### Supplied material
Start of Block

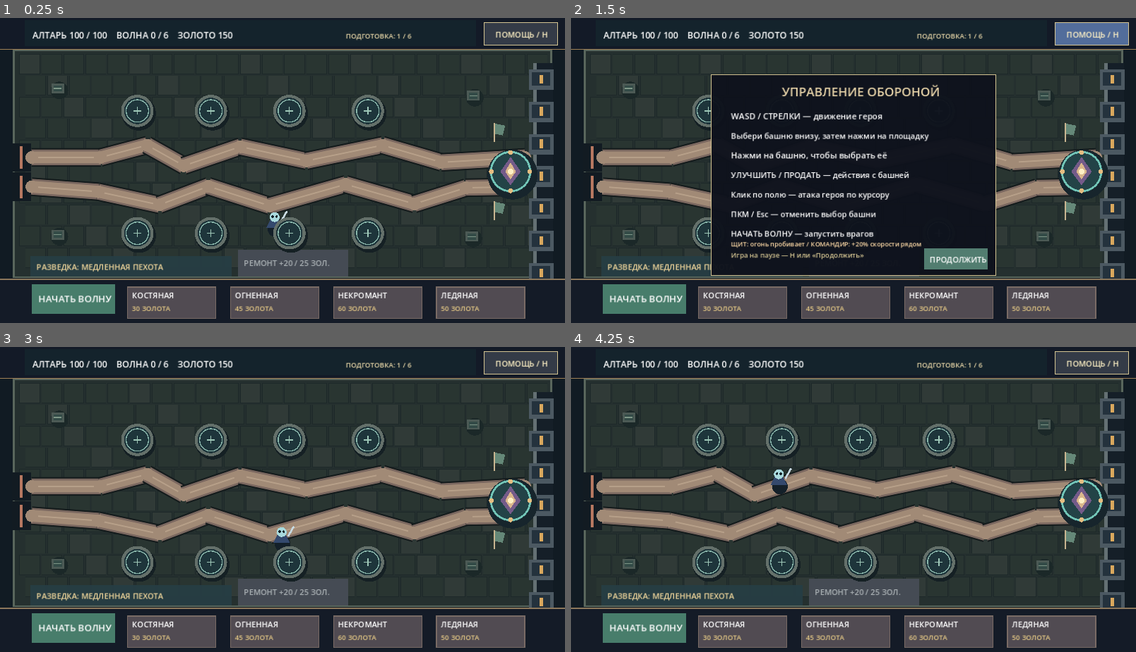
Above: before the commit, frames 1-4 (two rows, left to right).
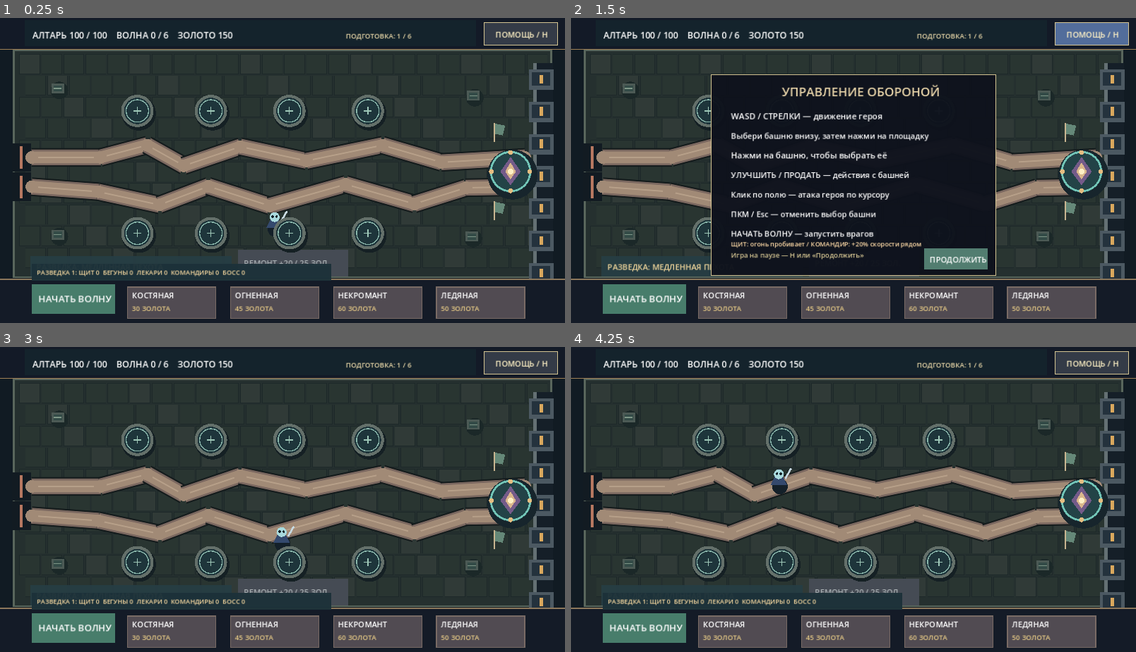
Above: after the commit, the same moments.

Repository: DoctorStrangeSH/Last-Ritual
Game: Godot game, scene res://scenes/topdown_td_prototype.tscn
Same seed, same stepped clock (60 frames per second), same inputs: the game is played once before the commit and once after it. This scene is started directly instead of the project's main scene.
Inputs (mouse positions are in pixels of both pictures, inside the frame that each line leads up to):
- Up to frame 1 (0.25 s): no input
- Up to frame 2 (1.5 s): tap Enter at 0.5 s; move the mouse to (977, 161) at 0.52 s; hold Right (ui_right) 0.53-1.28 s; tap H at 0.6 s; click (977, 161) at 0.67 s; tap Space at 0.77, 1.25 s; move the mouse to (740, 191) at 1.27 s; hold Down (ui_down) from 1.28 s (still down); tap E at 1.35 s
- Up to frame 3 (3 s): tap Space at 1.52, 2.75 s; tap Enter at 2 s; move the mouse to (339, 435) at 2.02 s; release Down (ui_down) at 2.03 s; hold Right (ui_right) 2.03-2.78 s; tap R at 2.1 s; move the mouse to (254, 569) at 2.77 s; hold Up (ui_up) from 2.78 s (still down); tap H at 2.85 s; click (254, 569) at 2.92 s
- Up to frame 4 (4.25 s): tap Space at 3.02, 3.77 s; move the mouse to (1023, 554) at 3.52 s; release Up (ui_up) at 3.53 s; hold Left (ui_left) from 3.53 s (still down); tap E at 3.6 s

The runs differ from the first frame. In frame 1, 1.9% of the frame differs, in the area x 5-59%, y 80-86%; in frame 2, nothing differs; in frame 3, 1.9%; in frame 4, 1.9%.

Commit message:
TD #246: разведка состава следующей волны (#246)
* TD #246: forecast next siege wave composition

* TD #246: forecast next siege wave composition

* TD #246: forecast next siege wave composition

* TD #246: forecast next siege wave composition

* TD #246: forecast next siege wave composition

Diff:
--- a/scripts/topdown_td_prototype.gd
+++ b/scripts/topdown_td_prototype.gd
@@ -293,6 +293,18 @@
     var captain: int = 1 if next_wave == 5 or (siege_day >= 5 and next_wave == 4) else 0
     var boss: int = 1 if next_wave == SIEGE_WAVES else 0
     return {"ordinary": ordinary, "support": support, "captain": captain, "boss": boss, "total": ordinary + support + captain + boss}
+
+func next_wave_scouting() -> Dictionary:
+    if wave_number >= SIEGE_WAVES or defense_state != "playing":
+        return {}
+    var next_wave: int = wave_number + 1
+    var budget: Dictionary = wave_enemy_budget(next_wave)
+    var roles := {"runner": 0, "brute": 0}
+    for i in range(int(budget["ordinary"])):
+        var role: String = siege_enemy_role(next_wave, i)
+        if roles.has(role):
+            roles[role] += 1
+    return {"wave": next_wave, "runner": roles["runner"], "brute": roles["brute"], "healer": budget["support"], "captain": budget["captain"], "boss": budget["boss"]}
 
 func wave_lane_assignments(enemy_count: int, next_wave: int) -> Array[int]:
     # Each group of lane_count enemies covers every lane once, but their
@@ -1497,6 +1509,15 @@
         draw_rect(SELL_BUTTON, Color("#914c59") if can_modify_towers() else Color("#454b54"))
         draw_string(ThemeDB.fallback_font, SELL_BUTTON.position + Vector2(8, 34), "ПРОДАТЬ", HORIZONTAL_ALIGNMENT_LEFT, -1, 15, Color.WHITE)
 
+    # Forecast uses the same budget and role selectors as the actual spawn.
+    # Keep it above the bottom controls without obstructing the battle field.
+    if enemies.is_empty() and wave_number < SIEGE_WAVES and defense_state == "playing" and not help_visible:
+        var scout: Dictionary = next_wave_scouting()
+        var scout_text := "РАЗВЕДКА %d: ЩИТ %d  БЕГУНЫ %d  ЛЕКАРИ %d  КОМАНДИРЫ %d  БОСС %d" % [
+            int(scout["wave"]), int(scout["brute"]), int(scout["runner"]), int(scout["healer"]), int(scout["captain"]), int(scout["boss"])]
+        draw_rect(Rect2(65, 503, 610, 34), Color("#1c3139", 0.96))
+        draw_fitted_label(Vector2(75, 525), scout_text, 13, 590, Color("#f7d9a0"))
+
     # Draw the HUD after roads and world sprites, so the map never hides labels.
     draw_rect(Rect2(50, 5, 920, 53), Color("#14242c", 0.94))
     draw_string(ThemeDB.fallback_font, Vector2(66, 42), "АЛТАРЬ %d / 100    ВОЛНА %d / %d    ЗОЛОТО %d" % [altar_hp, wave_number, SIEGE_WAVES, coins], HORIZONTAL_ALIGNMENT_LEFT, 620, 18, Color.WHITE)
--- a/tests/topdown_smoke.gd
+++ b/tests/topdown_smoke.gd
@@ -2418,5 +2418,21 @@
                 escort_healer_lane = int(unit["lane"])
         check(escort_captain_lane >= 0 and escort_captain_lane == escort_healer_lane, "Late siege commander escorts the healer route")
         escort_game.queue_free()
+    if boon_scene != null:
+        var scout_game = boon_scene.instantiate()
+        root.add_child(scout_game)
+        scout_game.siege_day = 5
+        scout_game.wave_number = 4
+        var forecast: Dictionary = scout_game.next_wave_scouting()
+        var budget_check: Dictionary = scout_game.wave_enemy_budget(5)
+        check(int(forecast["wave"]) == 5 and int(forecast["healer"]) == int(budget_check["support"]) and int(forecast["captain"]) == int(budget_check["captain"]), "Scouting matches actual special-unit budget")
+        var counted_brutes := 0
+        for enemy_index in range(int(budget_check["ordinary"])):
+            if scout_game.siege_enemy_role(5, enemy_index) == "brute":
+                counted_brutes += 1
+        check(int(forecast["brute"]) == counted_brutes, "Scouting heavy count uses actual enemy role selector")
+        scout_game.wave_number = scout_game.SIEGE_WAVES
+        check(scout_game.next_wave_scouting().is_empty(), "No scouting after final wave")
+        scout_game.queue_free()
     print("TOPDOWN SMOKE RESULT: ", "PASS" if failures == 0 else str(failures) + " FAILURES")
     quit(0 if failures == 0 else 1)
Not shown, changed: docs/AI_HANDOFF.md
Not shown, changed: docs/PROJECT_STATE.md
Not shown, changed: docs/ROADMAP.md

End of Block

### Problem
Give back every record above exactly as written, skipping each picture.

### Solution to this exercise
Above: before the commit, frames 1-4 (two rows, left to right).
Above: after the commit, the same moments.

Repository: DoctorStrangeSH/Last-Ritual
Game: Godot game, scene res://scenes/topdown_td_prototype.tscn
Same seed, same stepped clock (60 frames per second), same inputs: the game is played once before the commit and once after it. This scene is started directly instead of the project's main scene.
Inputs (mouse positions are in pixels of both pictures, inside the frame that each line leads up to):
- Up to frame 1 (0.25 s): no input
- Up to frame 2 (1.5 s): tap Enter at 0.5 s; move the mouse to (977, 161) at 0.52 s; hold Right (ui_right) 0.53-1.28 s; tap H at 0.6 s; click (977, 161) at 0.67 s; tap Space at 0.77, 1.25 s; move the mouse to (740, 191) at 1.27 s; hold Down (ui_down) from 1.28 s (still down); tap E at 1.35 s
- Up to frame 3 (3 s): tap Space at 1.52, 2.75 s; tap Enter at 2 s; move the mouse to (339, 435) at 2.02 s; release Down (ui_down) at 2.03 s; hold Right (ui_right) 2.03-2.78 s; tap R at 2.1 s; move the mouse to (254, 569) at 2.77 s; hold Up (ui_up) from 2.78 s (still down); tap H at 2.85 s; click (254, 569) at 2.92 s
- Up to frame 4 (4.25 s): tap Space at 3.02, 3.77 s; move the mouse to (1023, 554) at 3.52 s; release Up (ui_up) at 3.53 s; hold Left (ui_left) from 3.53 s (still down); tap E at 3.6 s

The runs differ from the first frame. In frame 1, 1.9% of the frame differs, in the area x 5-59%, y 80-86%; in frame 2, nothing differs; in frame 3, 1.9%; in frame 4, 1.9%.

Commit message:
TD #246: разведка состава следующей волны (#246)
* TD #246: forecast next siege wave composition

* TD #246: forecast next siege wave composition

* TD #246: forecast next siege wave composition

* TD #246: forecast next siege wave composition

* TD #246: forecast next siege wave composition

Diff:
--- a/scripts/topdown_td_prototype.gd
+++ b/scripts/topdown_td_prototype.gd
@@ -293,6 +293,18 @@
     var captain: int = 1 if next_wave == 5 or (siege_day >= 5 and next_wave == 4) else 0
     var boss: int = 1 if next_wave == SIEGE_WAVES else 0
     return {"ordinary": ordinary, "support": support, "captain": captain, "boss": boss, "total": ordinary + support + captain + boss}
+
+func next_wave_scouting() -> Dictionary:
+    if wave_number >= SIEGE_WAVES or defense_state != "playing":
+        return {}
+    var next_wave: int = wave_number + 1
+    var budget: Dictionary = wave_enemy_budget(next_wave)
+    var roles := {"runner": 0, "brute": 0}
+    for i in range(int(budget["ordinary"])):
+        var role: String = siege_enemy_role(next_wave, i)
+        if roles.has(role):
+            roles[role] += 1
+    return {"wave": next_wave, "runner": roles["runner"], "brute": roles["brute"], "healer": budget["support"], "captain": budget["captain"], "boss": budget["boss"]}
 
 func wave_lane_assignments(enemy_count: int, next_wave: int) -> Array[int]:
     # Each group of lane_count enemies covers every lane once, but their
@@ -1497,6 +1509,15 @@
         draw_rect(SELL_BUTTON, Color("#914c59") if can_modify_towers() else Color("#454b54"))
         draw_string(ThemeDB.fallback_font, SELL_BUTTON.position + Vector2(8, 34), "ПРОДАТЬ", HORIZONTAL_ALIGNMENT_LEFT, -1, 15, Color.WHITE)
 
+    # Forecast uses the same budget and role selectors as the actual spawn.
+    # Keep it above the bottom controls without obstructing the battle field.
+    if enemies.is_empty() and wave_number < SIEGE_WAVES and defense_state == "playing" and not help_visible:
+        var scout: Dictionary = next_wave_scouting()
+        var scout_text := "РАЗВЕДКА %d: ЩИТ %d  БЕГУНЫ %d  ЛЕКАРИ %d  КОМАНДИРЫ %d  БОСС %d" % [
+            int(scout["wave"]), int(scout["brute"]), int(scout["runner"]), int(scout["healer"]), int(scout["captain"]), int(scout["boss"])]
+        draw_rect(Rect2(65, 503, 610, 34), Color("#1c3139", 0.96))
+        draw_fitted_label(Vector2(75, 525), scout_text, 13, 590, Color("#f7d9a0"))
+
     # Draw the HUD after roads and world sprites, so the map never hides labels.
     draw_rect(Rect2(50, 5, 920, 53), Color("#14242c", 0.94))
     draw_string(ThemeDB.fallback_font, Vector2(66, 42), "АЛТАРЬ %d / 100    ВОЛНА %d / %d    ЗОЛОТО %d" % [altar_hp, wave_number, SIEGE_WAVES, coins], HORIZONTAL_ALIGNMENT_LEFT, 620, 18, Color.WHITE)
--- a/tests/topdown_smoke.gd
+++ b/tests/topdown_smoke.gd
@@ -2418,5 +2418,21 @@
                 escort_healer_lane = int(unit["lane"])
         check(escort_captain_lane >= 0 and escort_captain_lane == escort_healer_lane, "Late siege commander escorts the healer route")
         escort_game.queue_free()
+    if boon_scene != null:
+        var scout_game = boon_scene.instantiate()
+        root.add_child(scout_game)
+        scout_game.siege_day = 5
+        scout_game.wave_number = 4
+        var forecast: Dictionary = scout_game.next_wave_scouting()
+        var budget_check: Dictionary = scout_game.wave_enemy_budget(5)
+        check(int(forecast["wave"]) == 5 and int(forecast["healer"]) == int(budget_check["support"]) and int(forecast["captain"]) == int(budget_check["captain"]), "Scouting matches actual special-unit budget")
+        var counted_brutes := 0
+        for enemy_index in range(int(budget_check["ordinary"])):
+            if scout_game.siege_enemy_role(5, enemy_index) == "brute":
+                counted_brutes += 1
+        check(int(forecast["brute"]) == counted_brutes, "Scouting heavy count uses actual enemy role selector")
+        scout_game.wave_number = scout_game.SIEGE_WAVES
+        check(scout_game.next_wave_scouting().is_empty(), "No scouting after final wave")
+        scout_game.queue_free()
     print("TOPDOWN SMOKE RESULT: ", "PASS" if failures == 0 else str(failures) + " FAILURES")
     quit(0 if failures == 0 else 1)
Not shown, changed: docs/AI_HANDOFF.md
Not shown, changed: docs/PROJECT_STATE.md
Not shown, changed: docs/ROADMAP.md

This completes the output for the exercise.